80 mm de laine minérale (verre ou roche) apportent un gain d’environ 20 dB supplémentaires sur un mur en parpaing creux de 20 cm. C’est significatif.
Le même épaisseur de PSE, en doublage collé avec plaque de plâtre, n’améliore le bilan acoustique que de 13 dB.
L’écart s’explique par la capacité des laines minérales à dissiper l’énergie sonore dans leurs fibres, là où le PSE réfléchit une partie des ondes.
Si votre objectif est avant tout phonique, la laine de roche dense (80 kg/m³ minimum) devance la laine de verre standard.

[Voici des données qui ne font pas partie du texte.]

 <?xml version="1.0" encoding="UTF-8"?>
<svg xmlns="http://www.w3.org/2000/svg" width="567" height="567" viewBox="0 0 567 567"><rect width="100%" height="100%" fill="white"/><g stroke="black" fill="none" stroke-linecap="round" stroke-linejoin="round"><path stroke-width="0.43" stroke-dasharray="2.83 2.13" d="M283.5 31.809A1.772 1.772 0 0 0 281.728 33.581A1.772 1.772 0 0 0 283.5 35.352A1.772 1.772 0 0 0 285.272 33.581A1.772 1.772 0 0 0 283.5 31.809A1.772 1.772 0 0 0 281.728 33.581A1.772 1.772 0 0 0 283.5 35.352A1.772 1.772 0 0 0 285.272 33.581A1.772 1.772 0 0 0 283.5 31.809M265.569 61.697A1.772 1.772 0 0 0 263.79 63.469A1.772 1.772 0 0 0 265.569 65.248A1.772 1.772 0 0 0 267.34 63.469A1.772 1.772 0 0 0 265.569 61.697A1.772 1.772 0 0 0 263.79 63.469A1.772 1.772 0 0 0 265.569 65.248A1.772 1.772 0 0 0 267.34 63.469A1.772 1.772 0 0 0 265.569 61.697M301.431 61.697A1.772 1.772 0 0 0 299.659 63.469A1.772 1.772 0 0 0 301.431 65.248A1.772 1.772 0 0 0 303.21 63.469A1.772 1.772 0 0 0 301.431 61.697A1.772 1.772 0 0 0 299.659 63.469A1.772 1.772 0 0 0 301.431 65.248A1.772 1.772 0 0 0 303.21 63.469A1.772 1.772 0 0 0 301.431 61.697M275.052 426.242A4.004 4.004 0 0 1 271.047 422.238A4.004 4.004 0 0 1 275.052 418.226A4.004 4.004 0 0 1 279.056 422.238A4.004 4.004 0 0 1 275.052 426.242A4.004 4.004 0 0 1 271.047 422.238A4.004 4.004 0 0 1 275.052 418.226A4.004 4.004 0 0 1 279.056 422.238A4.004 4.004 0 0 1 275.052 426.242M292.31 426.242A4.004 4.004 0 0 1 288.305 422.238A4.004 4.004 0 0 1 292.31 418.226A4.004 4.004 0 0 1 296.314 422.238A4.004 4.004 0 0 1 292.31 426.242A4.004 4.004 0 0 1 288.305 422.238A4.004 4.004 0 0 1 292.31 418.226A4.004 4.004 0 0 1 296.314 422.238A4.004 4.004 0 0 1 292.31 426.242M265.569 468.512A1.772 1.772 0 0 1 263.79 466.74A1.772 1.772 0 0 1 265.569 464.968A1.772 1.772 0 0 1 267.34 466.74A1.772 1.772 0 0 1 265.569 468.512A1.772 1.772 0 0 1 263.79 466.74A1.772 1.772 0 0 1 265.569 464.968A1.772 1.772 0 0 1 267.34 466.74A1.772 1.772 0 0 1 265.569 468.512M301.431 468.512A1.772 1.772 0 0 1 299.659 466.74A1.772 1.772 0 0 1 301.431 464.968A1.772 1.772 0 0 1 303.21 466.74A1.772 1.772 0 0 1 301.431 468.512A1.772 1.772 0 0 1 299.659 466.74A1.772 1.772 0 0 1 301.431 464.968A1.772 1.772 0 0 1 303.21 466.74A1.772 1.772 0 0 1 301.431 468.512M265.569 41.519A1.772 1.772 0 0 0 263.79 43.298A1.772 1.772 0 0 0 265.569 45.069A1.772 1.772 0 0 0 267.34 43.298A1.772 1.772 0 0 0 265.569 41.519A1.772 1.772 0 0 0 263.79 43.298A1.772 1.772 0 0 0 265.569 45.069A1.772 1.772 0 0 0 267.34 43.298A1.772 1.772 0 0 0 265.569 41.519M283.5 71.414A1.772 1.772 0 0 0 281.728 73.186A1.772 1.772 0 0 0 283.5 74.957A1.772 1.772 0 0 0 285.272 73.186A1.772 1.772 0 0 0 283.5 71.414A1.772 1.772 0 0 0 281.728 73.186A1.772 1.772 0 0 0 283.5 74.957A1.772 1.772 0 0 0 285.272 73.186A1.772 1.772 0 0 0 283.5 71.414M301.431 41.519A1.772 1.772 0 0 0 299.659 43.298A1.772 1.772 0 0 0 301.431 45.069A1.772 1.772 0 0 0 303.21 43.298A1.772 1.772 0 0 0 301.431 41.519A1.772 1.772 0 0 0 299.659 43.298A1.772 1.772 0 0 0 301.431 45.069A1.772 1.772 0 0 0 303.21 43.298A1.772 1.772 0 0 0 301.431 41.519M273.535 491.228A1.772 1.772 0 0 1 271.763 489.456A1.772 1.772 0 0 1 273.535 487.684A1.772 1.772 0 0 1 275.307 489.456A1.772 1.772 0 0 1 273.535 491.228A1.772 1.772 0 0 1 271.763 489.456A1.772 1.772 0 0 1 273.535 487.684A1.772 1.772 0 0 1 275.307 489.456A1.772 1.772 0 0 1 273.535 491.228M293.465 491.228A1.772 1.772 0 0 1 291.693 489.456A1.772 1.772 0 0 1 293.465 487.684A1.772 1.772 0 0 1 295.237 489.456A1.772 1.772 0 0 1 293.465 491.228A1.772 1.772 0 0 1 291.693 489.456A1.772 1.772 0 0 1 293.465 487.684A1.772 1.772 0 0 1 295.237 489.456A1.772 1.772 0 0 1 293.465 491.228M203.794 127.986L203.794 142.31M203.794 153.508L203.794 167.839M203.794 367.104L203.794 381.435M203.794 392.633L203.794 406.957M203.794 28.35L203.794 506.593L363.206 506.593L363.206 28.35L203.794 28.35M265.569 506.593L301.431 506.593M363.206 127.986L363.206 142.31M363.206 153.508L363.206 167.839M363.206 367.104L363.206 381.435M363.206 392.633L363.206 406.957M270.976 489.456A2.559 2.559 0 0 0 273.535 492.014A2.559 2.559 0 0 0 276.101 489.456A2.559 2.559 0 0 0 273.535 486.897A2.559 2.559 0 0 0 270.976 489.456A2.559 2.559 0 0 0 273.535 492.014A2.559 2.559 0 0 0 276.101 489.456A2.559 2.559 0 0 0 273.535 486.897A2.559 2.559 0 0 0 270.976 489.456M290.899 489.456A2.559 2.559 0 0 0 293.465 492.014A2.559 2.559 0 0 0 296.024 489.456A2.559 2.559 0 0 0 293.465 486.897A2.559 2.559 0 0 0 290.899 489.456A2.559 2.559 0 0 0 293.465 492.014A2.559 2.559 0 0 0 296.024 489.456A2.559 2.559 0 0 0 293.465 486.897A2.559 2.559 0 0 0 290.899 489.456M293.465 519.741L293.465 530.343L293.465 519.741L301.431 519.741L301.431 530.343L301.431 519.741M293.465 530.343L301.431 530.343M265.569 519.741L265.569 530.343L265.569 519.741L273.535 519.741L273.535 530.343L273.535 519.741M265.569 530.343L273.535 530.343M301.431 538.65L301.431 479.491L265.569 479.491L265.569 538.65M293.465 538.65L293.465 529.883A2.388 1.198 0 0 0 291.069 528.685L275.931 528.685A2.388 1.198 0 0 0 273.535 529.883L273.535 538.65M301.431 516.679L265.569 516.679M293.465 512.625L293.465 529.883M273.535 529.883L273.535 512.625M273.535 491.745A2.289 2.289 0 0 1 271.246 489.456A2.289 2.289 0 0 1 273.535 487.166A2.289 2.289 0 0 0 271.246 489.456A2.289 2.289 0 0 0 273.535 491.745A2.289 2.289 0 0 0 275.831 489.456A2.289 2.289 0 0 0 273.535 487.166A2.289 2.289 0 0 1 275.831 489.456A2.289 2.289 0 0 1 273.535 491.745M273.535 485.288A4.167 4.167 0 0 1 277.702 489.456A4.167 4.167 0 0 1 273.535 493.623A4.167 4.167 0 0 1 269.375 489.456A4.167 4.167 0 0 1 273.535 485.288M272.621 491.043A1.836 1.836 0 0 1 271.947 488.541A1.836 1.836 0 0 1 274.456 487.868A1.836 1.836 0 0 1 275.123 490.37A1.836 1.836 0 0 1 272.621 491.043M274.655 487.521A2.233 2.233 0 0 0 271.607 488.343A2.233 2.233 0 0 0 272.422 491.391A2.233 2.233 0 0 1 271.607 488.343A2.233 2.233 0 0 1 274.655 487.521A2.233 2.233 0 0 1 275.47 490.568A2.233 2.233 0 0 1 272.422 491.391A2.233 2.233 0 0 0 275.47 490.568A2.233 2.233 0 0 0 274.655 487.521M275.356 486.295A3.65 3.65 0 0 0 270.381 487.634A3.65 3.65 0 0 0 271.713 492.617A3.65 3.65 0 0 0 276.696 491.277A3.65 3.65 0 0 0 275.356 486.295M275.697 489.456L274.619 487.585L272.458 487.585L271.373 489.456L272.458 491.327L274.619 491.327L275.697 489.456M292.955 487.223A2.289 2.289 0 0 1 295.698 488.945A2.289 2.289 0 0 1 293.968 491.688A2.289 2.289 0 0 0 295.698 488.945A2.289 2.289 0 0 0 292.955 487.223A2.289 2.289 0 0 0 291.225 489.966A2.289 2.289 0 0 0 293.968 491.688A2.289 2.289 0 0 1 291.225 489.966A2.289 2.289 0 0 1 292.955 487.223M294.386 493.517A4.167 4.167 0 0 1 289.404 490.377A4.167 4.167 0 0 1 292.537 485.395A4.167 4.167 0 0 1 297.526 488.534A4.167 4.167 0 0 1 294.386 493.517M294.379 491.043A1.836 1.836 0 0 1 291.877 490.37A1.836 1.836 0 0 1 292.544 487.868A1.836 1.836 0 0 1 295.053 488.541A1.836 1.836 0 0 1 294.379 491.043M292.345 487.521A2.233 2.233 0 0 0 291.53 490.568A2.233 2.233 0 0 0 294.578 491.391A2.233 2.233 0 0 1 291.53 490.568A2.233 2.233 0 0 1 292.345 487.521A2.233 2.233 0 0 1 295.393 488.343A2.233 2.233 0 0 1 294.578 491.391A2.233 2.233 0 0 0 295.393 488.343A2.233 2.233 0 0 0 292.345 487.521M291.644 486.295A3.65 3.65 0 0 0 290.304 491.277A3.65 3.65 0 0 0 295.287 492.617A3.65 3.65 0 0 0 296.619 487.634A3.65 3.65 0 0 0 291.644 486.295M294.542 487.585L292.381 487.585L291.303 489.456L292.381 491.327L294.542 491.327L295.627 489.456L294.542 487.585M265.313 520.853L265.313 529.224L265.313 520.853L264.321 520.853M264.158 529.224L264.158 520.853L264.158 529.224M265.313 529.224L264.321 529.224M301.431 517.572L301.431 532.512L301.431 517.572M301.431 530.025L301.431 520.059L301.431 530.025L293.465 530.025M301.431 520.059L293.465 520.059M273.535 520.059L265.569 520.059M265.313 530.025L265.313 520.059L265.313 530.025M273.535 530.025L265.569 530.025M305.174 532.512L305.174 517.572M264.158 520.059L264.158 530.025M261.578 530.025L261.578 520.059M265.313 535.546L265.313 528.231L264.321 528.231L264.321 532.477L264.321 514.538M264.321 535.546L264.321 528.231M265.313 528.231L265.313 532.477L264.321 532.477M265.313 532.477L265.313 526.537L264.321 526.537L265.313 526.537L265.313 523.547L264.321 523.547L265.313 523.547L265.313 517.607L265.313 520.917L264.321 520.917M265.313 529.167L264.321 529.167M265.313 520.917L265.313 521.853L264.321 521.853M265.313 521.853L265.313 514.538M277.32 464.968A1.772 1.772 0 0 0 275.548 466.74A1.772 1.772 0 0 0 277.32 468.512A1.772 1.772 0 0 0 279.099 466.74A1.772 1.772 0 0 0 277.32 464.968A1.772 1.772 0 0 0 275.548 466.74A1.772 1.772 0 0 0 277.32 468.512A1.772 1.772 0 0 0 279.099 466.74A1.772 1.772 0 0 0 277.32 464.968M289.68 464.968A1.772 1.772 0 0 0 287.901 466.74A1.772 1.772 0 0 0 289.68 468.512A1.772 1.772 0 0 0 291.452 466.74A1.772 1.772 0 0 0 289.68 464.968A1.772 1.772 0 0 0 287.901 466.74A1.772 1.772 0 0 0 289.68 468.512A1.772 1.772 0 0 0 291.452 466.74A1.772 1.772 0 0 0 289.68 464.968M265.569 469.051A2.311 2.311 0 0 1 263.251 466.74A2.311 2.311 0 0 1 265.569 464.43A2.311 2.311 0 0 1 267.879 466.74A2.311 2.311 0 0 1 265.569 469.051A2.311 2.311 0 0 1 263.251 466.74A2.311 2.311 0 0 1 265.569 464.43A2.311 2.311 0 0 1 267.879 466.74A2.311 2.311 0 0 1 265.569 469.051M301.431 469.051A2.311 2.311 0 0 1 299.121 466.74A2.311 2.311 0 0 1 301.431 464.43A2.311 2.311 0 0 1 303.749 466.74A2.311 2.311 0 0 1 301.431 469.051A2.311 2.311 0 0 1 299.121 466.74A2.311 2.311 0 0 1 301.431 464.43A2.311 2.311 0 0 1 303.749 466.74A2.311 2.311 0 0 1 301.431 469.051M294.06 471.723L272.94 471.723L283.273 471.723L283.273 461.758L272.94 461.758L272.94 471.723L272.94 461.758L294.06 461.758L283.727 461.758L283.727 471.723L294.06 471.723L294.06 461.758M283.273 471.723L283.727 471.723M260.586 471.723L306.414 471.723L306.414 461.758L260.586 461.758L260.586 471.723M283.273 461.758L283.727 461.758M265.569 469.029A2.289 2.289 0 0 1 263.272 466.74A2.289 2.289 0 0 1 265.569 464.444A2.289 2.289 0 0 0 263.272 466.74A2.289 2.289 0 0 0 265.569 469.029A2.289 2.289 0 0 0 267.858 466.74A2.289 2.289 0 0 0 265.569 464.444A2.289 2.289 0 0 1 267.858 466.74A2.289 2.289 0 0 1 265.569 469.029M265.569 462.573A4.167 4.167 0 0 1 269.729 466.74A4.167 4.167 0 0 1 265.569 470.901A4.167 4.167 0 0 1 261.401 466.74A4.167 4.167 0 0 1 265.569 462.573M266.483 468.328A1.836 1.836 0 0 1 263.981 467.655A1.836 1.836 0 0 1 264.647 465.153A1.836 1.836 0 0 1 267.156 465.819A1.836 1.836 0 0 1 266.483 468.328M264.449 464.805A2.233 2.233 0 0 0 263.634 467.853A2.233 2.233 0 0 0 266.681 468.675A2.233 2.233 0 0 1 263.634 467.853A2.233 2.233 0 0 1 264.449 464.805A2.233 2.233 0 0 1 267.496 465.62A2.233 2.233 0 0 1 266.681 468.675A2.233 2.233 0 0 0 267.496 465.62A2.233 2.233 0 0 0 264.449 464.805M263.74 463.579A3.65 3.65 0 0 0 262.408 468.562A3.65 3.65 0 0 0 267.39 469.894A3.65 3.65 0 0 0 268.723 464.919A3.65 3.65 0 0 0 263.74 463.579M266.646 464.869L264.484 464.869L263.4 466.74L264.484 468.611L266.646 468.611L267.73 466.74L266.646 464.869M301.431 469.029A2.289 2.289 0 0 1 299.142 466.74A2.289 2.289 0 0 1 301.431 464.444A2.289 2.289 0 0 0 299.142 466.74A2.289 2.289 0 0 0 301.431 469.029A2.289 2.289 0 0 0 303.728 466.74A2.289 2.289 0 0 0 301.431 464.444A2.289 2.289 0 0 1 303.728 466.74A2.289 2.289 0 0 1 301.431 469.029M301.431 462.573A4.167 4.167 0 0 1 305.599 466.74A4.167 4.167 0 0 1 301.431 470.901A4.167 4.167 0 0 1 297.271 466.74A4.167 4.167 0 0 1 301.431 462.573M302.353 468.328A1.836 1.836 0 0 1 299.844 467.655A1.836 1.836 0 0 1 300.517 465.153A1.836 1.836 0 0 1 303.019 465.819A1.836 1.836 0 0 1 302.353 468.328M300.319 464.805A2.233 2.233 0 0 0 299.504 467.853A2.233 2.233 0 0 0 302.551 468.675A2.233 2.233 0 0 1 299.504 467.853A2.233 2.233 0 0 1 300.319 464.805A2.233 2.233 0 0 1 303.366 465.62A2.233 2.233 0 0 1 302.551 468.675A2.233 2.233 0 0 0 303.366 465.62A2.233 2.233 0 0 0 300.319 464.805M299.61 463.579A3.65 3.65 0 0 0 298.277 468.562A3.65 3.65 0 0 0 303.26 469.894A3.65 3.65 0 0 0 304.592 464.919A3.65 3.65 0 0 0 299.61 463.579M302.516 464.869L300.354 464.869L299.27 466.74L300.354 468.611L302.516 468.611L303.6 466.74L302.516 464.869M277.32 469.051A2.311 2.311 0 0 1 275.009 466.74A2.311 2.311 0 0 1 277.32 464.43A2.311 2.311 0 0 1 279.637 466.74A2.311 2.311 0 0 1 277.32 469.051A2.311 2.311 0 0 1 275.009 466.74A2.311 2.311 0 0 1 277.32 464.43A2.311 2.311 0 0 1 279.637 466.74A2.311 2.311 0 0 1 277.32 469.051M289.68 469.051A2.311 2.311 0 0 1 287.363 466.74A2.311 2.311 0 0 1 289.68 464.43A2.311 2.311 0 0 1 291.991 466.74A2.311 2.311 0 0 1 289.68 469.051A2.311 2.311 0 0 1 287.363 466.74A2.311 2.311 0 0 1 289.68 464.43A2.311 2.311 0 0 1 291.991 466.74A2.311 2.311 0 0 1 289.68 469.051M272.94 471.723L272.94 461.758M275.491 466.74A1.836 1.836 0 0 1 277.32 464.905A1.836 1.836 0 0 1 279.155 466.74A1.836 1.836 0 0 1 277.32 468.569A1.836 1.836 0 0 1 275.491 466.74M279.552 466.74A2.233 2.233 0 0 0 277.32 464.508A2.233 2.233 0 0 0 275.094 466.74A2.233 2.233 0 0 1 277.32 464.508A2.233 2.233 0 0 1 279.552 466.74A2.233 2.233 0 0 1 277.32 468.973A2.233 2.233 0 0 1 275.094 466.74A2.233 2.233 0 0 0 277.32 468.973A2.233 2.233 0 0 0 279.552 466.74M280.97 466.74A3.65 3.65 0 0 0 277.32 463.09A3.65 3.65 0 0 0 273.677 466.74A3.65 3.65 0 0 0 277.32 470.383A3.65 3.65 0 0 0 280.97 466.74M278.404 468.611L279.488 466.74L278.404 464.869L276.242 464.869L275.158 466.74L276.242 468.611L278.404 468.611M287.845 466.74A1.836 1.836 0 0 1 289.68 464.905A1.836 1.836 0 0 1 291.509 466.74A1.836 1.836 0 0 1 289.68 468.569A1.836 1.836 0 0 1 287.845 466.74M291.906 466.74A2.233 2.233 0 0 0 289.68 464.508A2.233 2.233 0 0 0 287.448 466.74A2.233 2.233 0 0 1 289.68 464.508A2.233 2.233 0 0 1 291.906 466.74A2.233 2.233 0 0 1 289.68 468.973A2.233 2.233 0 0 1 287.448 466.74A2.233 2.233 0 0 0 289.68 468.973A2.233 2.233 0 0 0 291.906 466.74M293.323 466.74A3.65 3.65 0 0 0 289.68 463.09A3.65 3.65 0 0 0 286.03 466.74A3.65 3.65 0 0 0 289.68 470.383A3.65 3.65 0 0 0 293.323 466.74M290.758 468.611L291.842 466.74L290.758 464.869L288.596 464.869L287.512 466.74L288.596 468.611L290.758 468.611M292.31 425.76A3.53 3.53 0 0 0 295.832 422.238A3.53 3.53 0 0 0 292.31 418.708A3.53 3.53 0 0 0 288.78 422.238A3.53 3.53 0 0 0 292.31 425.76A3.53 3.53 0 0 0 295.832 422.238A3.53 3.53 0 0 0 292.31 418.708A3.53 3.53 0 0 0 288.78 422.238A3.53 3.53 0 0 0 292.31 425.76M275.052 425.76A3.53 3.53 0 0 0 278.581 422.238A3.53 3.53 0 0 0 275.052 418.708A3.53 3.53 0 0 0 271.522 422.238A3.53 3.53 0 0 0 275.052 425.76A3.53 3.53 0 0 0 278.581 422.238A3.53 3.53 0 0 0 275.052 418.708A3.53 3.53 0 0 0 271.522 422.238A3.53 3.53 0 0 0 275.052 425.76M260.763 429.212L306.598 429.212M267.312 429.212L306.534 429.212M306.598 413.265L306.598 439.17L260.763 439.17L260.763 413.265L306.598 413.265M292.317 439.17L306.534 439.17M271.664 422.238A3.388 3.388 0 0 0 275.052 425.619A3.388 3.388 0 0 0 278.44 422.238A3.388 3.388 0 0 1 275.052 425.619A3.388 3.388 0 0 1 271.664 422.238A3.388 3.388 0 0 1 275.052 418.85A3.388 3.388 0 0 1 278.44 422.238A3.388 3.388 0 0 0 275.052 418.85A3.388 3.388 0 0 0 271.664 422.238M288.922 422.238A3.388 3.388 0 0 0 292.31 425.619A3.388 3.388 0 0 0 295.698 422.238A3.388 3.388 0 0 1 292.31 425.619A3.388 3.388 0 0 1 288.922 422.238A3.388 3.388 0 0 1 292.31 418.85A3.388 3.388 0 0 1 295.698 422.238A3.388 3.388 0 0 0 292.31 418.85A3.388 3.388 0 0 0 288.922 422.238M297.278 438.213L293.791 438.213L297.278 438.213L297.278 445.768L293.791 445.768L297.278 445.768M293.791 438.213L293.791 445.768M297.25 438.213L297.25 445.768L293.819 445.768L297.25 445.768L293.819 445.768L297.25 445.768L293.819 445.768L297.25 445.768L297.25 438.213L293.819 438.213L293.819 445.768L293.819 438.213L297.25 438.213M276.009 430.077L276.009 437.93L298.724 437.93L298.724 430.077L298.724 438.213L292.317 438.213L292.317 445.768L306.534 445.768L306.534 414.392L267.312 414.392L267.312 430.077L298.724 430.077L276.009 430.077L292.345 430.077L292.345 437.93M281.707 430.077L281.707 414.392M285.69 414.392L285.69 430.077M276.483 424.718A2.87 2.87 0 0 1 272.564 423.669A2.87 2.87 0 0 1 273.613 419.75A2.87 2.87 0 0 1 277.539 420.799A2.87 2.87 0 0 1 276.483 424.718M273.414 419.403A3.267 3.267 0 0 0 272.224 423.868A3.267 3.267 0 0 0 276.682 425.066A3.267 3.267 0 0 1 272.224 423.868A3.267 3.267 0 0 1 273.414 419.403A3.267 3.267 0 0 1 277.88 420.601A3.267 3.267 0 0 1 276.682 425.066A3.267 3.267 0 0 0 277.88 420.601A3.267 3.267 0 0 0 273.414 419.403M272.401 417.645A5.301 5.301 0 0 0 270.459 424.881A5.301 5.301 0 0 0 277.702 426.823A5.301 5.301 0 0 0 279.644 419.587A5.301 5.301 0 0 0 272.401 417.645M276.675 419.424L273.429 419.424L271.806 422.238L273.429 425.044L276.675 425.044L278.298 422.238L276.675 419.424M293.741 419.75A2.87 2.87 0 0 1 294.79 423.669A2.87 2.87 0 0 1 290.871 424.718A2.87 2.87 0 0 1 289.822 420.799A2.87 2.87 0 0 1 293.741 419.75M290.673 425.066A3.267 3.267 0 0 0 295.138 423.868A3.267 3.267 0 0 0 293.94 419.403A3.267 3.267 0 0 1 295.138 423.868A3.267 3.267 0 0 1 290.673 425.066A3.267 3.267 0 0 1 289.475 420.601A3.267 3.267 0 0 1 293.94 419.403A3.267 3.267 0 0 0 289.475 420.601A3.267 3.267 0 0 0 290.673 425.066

Pour combiner thermique et acoustique sur un mur en parpaing, la solution ossature métallique + laine de roche 100 mm + double plaque de plâtre donne les meilleurs résultats globaux, au prix d’une perte d’espace un peu plus marquée (environ 12 à 14 cm au total).
Prix d’une isolation de mur en parpaing : ce qu’on paie vraiment en 2026
Les fourchettes de prix varient selon la méthode, le matériau et la région. Voici les niveaux constatés en 2026, pose comprise :
| Solution | Prix au m² (pose comprise) |
|---|---|
| ITI laine de verre sur ossature | 24 à 45 €/m² |
| ITI laine de roche sur ossature | 26 à 52 €/m² |
| ITI PSE graphité collé + plâtre | 13 à 25 €/m² |
| ITE PSE enduit | 110 à 200 €/m² |
| ITE bardage (toutes finitions) | 160 à 300 €/m² |
| PSE blanc matériau seul | 3 à 12 €/m² |
| XPS matériau seul | 15 à 25 €/m² |
Ces prix peuvent être significativement réduits grâce aux dispositifs d’aide disponibles. MaPrimeRénov’ couvre une partie du coût selon les revenus du ménage et le gain énergétique attendu.
Les Certificats d’Économies d’Énergie (CEE) s’ajoutent souvent sous forme de prime directe ou de devis réduit chez les artisans partenaires. Les aides locales varient selon le département, parfois de façon substantielle.
Attention toutefois aux conditions d’éligibilité.
MaPrimeRénov’ exige un artisan certifié RGE pour les travaux d’isolation des murs, et certains engagements avec l’ANAH comportent des clauses qui méritent d’être lues attentivement avant de signer. Un dossier bien préparé peut réduire le reste à charge d’un chantier d’ITE de 30 à 50 %.
Sur un mur en parpaing, chaque centimètre d’isolant posé correctement vaut des années de confort et des centaines d’euros économisés.
Le matériau de construction le plus répandu en France est aussi l’un des plus faciles à rattraper thermiquement – à condition de choisir la bonne méthode dès le départ.